Here is all the code for 1.9.1:


  def mysql_encrypt(s, key=@key)
    encrypt(s, mysql_key(key))
  end

  def mysql_decrypt(s, key=@key)
    puts s
    decrypt(s, mysql_key(key))
  end

  protected
  def aes(m,k,t)
    c = OpenSSL::Cipher::Cipher.new('aes-128-ecb').send(m)
    c.key = k
    c.update(t) + c.final

  end

  def encrypt(text, key)
    aes(:encrypt, key, text).unpack("H*")
  end

  def decrypt(text, key)
    aes(:decrypt, key, [text].pack("H*"))
  end

  def mysql_key(key)

    final_key = "\0" * 16
    key.length.times do |i|
      final_key[i%16] = (final_key[i%16].ord ^ key[i].ord).chr
    end
   final_key
  end


Thanks for you help Rob



Rob Biedenharn wrote:
> ["9eb667b7f0f89f204dc182a0fcef5b6859ec5d3de655e86ffb4ecd92399af4b5
> "].pack("H*")
> => "\x9E\xB6g\xB7\xF0\xF8\x9F M\xC1\x82\xA0\xFC\xEF[hY\xEC]=\xE6U\xE8o
> \xFBN\xCD\x929\x9A\xF4\xB5"
> 
> Rob Biedenharn
> http://agileconsultingllc.com
>   Rob@AgileConsultingLLC.com
> http://gaslightsoftware.com
>   rab@GaslightSoftware.com

Joshua Mckinney wrote:
> Awesome, could not find .pack in the 1.9.1 documentation

It's Array#pack, as opposed to String#unpack.

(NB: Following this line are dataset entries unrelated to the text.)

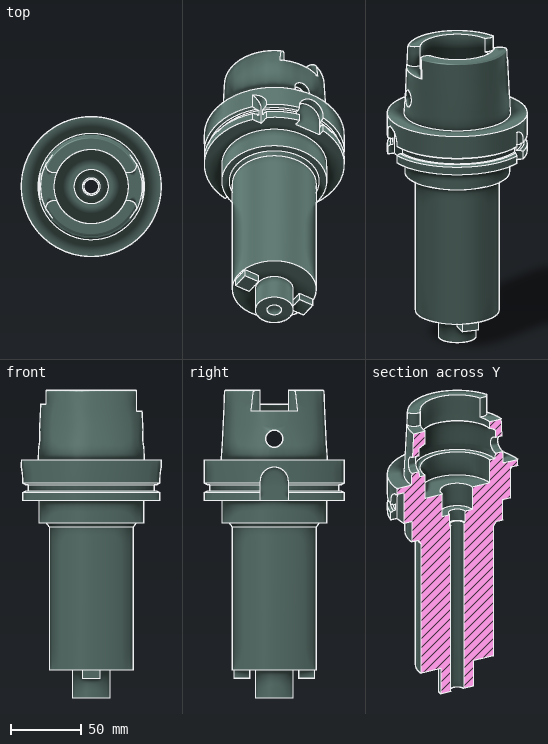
import cadquery as cq

overall_length = 220.0
shank_length = 50.0
flange_height = 29.0
collar_height = 16.0
pilot_length = 20.0

flange_bottom = -flange_height
collar_bottom = flange_bottom - collar_height
tip_z = shank_length - overall_length
body_bottom = tip_z + pilot_length

shank_top_diameter = 71.3
shank_base_diameter = 76.1
flange_diameter = 100.0
collar_diameter = 75.0
body_diameter = 60.0
pilot_diameter = 27.0

shank_rim_radius = 1.65
collar_step_diameter = 64.2
neck_height = 2.9

groove_top = -16.5
groove_mouth_height = 6.8
groove_lip_height = 1.2
groove_lip_depth = 2.2
groove_depth = 4.0

mouth_diameter = 53.0
mouth_depth = 20.2
chamber_diameter = 63.0
chamber_bevel_height = 2.6
chamber_straight_depth = 40.7
chamber_depth = 44.9
chamber_taper = 0.77
lower_bore_depth = 63.0
tube_seat_diameter = 24.5
tube_seat_depth = 17.5
coolant_step_diameter = 12.5
coolant_step_depth = 8.8
coolant_diameter = 10.3

cross_hole_diameter = 12.0
cross_hole_z = 15.2

drive_slot_width = 20.0
drive_slot_flare_x = 32.3
drive_slot_corner_radius = 5.3
drive_slot_depth_left = 10.1
drive_slot_depth_right = 15.0

keyway_width = 20.0
keyway_top = -5.0
keyway_floor_x = 44.0
notch_face_x = 31.7
notch_inner_y = 31.5

key_width = 12.3
key_height = 6.0
key_inner_y = 17.4
key_outer_y = 28.8


def turned_outside():
    """Solid of revolution with every outer diameter and the groove."""
    flange_r = flange_diameter / 2
    lip_r = flange_r - groove_lip_depth
    floor_r = flange_r - groove_depth
    groove_bottom = groove_top - groove_mouth_height
    profile = [
        (0, shank_length),
        (shank_top_diameter / 2, shank_length),
        (shank_base_diameter / 2, 0),
        (flange_r, 0),
        (flange_r, groove_top),
        (lip_r, groove_top - groove_lip_height),
        (floor_r, groove_top - groove_lip_height),
        (floor_r, groove_bottom + groove_lip_height),
        (lip_r, groove_bottom + groove_lip_height),
        (flange_r, groove_bottom),
        (flange_r, flange_bottom),
        (collar_diameter / 2, flange_bottom),
        (collar_diameter / 2, collar_bottom),
        (collar_step_diameter / 2, collar_bottom),
        (body_diameter / 2, collar_bottom - neck_height),
        (body_diameter / 2, body_bottom),
        (pilot_diameter / 2, body_bottom),
        (pilot_diameter / 2, tip_z),
        (0, tip_z),
    ]
    solid = cq.Workplane("XZ").polyline(profile).close().revolve(360, (0, 0), (0, 1))
    return solid.faces(">Z").edges().fillet(shank_rim_radius)


def stepped_bore():
    """Clamping bore, coolant tube seat and coolant passage as one cutter."""
    mouth_bottom = shank_length - mouth_depth
    chamber_bottom = shank_length - chamber_depth
    lower_bottom = shank_length - lower_bore_depth
    seat_bottom = lower_bottom - tube_seat_depth
    step_bottom = seat_bottom - coolant_step_depth
    profile = [
        (0, shank_length),
        (mouth_diameter / 2, shank_length),
        (mouth_diameter / 2, mouth_bottom),
        (chamber_diameter / 2, mouth_bottom - chamber_bevel_height),
        (chamber_diameter / 2, shank_length - chamber_straight_depth),
        (chamber_diameter / 2 - chamber_taper, chamber_bottom),
        (mouth_diameter / 2, chamber_bottom),
        (mouth_diameter / 2, lower_bottom),
        (tube_seat_diameter / 2, lower_bottom),
        (tube_seat_diameter / 2, seat_bottom),
        (coolant_step_diameter / 2, seat_bottom),
        (coolant_step_diameter / 2, step_bottom),
        (coolant_diameter / 2, step_bottom),
        (coolant_diameter / 2, tip_z),
        (0, tip_z),
    ]
    return cq.Workplane("XZ").polyline(profile).close().revolve(360, (0, 0), (0, 1))


def cross_hole():
    return (
        cq.Workplane("YZ")
        .center(0, cross_hole_z)
        .circle(cross_hole_diameter / 2)
        .extrude(shank_base_diameter / 2, both=True)
    )


def drive_slot(side, depth):
    """Slot from the bore outwards (side = +1 or -1 in X), flared by rounded corners."""
    half_width = drive_slot_width / 2
    radius = drive_slot_corner_radius
    outer_x = shank_base_diameter / 2
    corner_x = drive_slot_flare_x - radius
    return (
        cq.Workplane("XY", origin=(0, 0, shank_length - depth))
        .moveTo(0, -half_width)
        .lineTo(side * corner_x, -half_width)
        .radiusArc((side * drive_slot_flare_x, -half_width - radius), side * radius)
        .lineTo(side * drive_slot_flare_x, -outer_x)
        .lineTo(side * outer_x, -outer_x)
        .lineTo(side * outer_x, outer_x)
        .lineTo(side * drive_slot_flare_x, outer_x)
        .lineTo(side * drive_slot_flare_x, half_width + radius)
        .radiusArc((side * corner_x, half_width), side * radius)
        .lineTo(0, half_width)
        .close()
        .extrude(depth)
    )


def flange_cut(side, center_y, floor_x):
    """Round-topped cut through the flange, open downwards and outwards in X."""
    half_width = keyway_width / 2
    spring_z = keyway_top - half_width
    depth = flange_diameter / 2 - floor_x
    return (
        cq.Workplane("YZ", origin=(side * floor_x, center_y, 0))
        .moveTo(-half_width, flange_bottom)
        .lineTo(-half_width, spring_z)
        .threePointArc((0, keyway_top), (half_width, spring_z))
        .lineTo(half_width, flange_bottom)
        .close()
        .extrude(side * depth)
    )


def driving_key(side):
    key_length = key_outer_y - key_inner_y
    center_y = side * (key_inner_y + key_outer_y) / 2
    return (
        cq.Workplane("XY", origin=(0, center_y, body_bottom))
        .rect(key_width, key_length)
        .extrude(-key_height)
    )


result = turned_outside().cut(stepped_bore()).cut(cross_hole())

result = result.cut(drive_slot(-1, drive_slot_depth_left))
result = result.cut(drive_slot(1, drive_slot_depth_right))

for side in (-1, 1):
    result = result.cut(flange_cut(side, 0, keyway_floor_x))
    result = result.union(driving_key(side))

notch_center_y = notch_inner_y + keyway_width / 2
result = result.cut(flange_cut(-1, notch_center_y, notch_face_x))

Ha..well that would make sense given unpack returns an array. Deductive 
reasoning was on the back-burner yesterday.

Made a small change so decrypt returns the string only

The following worked in 1.8.7 and 1.9.1

 def mysql_encrypt(s, key)
    encrypt(s, mysql_key(key))
  end

  def mysql_decrypt(s, key)
    puts s
    decrypt(s, mysql_key(key))
  end

  protected
  def aes(m,k,t)
    c = OpenSSL::Cipher::Cipher.new('aes-128-ecb').send(m)
    c.key = k
    c.update(t) + c.final

  end

  def encrypt(text, key)
    aes(:encrypt, key, text).unpack("H*")[0]
  end

  def decrypt(text, key)
    aes(:decrypt, key, [text].pack("H*"))
  end

  def mysql_key(key)
    final_key = "\0" * 16
    key.length.times do |i|
      final_key[i%16] = (final_key[i%16].ord ^ key[i].ord).chr
    end
   final_key
  end

Thanks,

Josh

Brian Candler wrote:
> Joshua Mckinney wrote:
>> Awesome, could not find .pack in the 1.9.1 documentation
> 
> It's Array#pack, as opposed to String#unpack.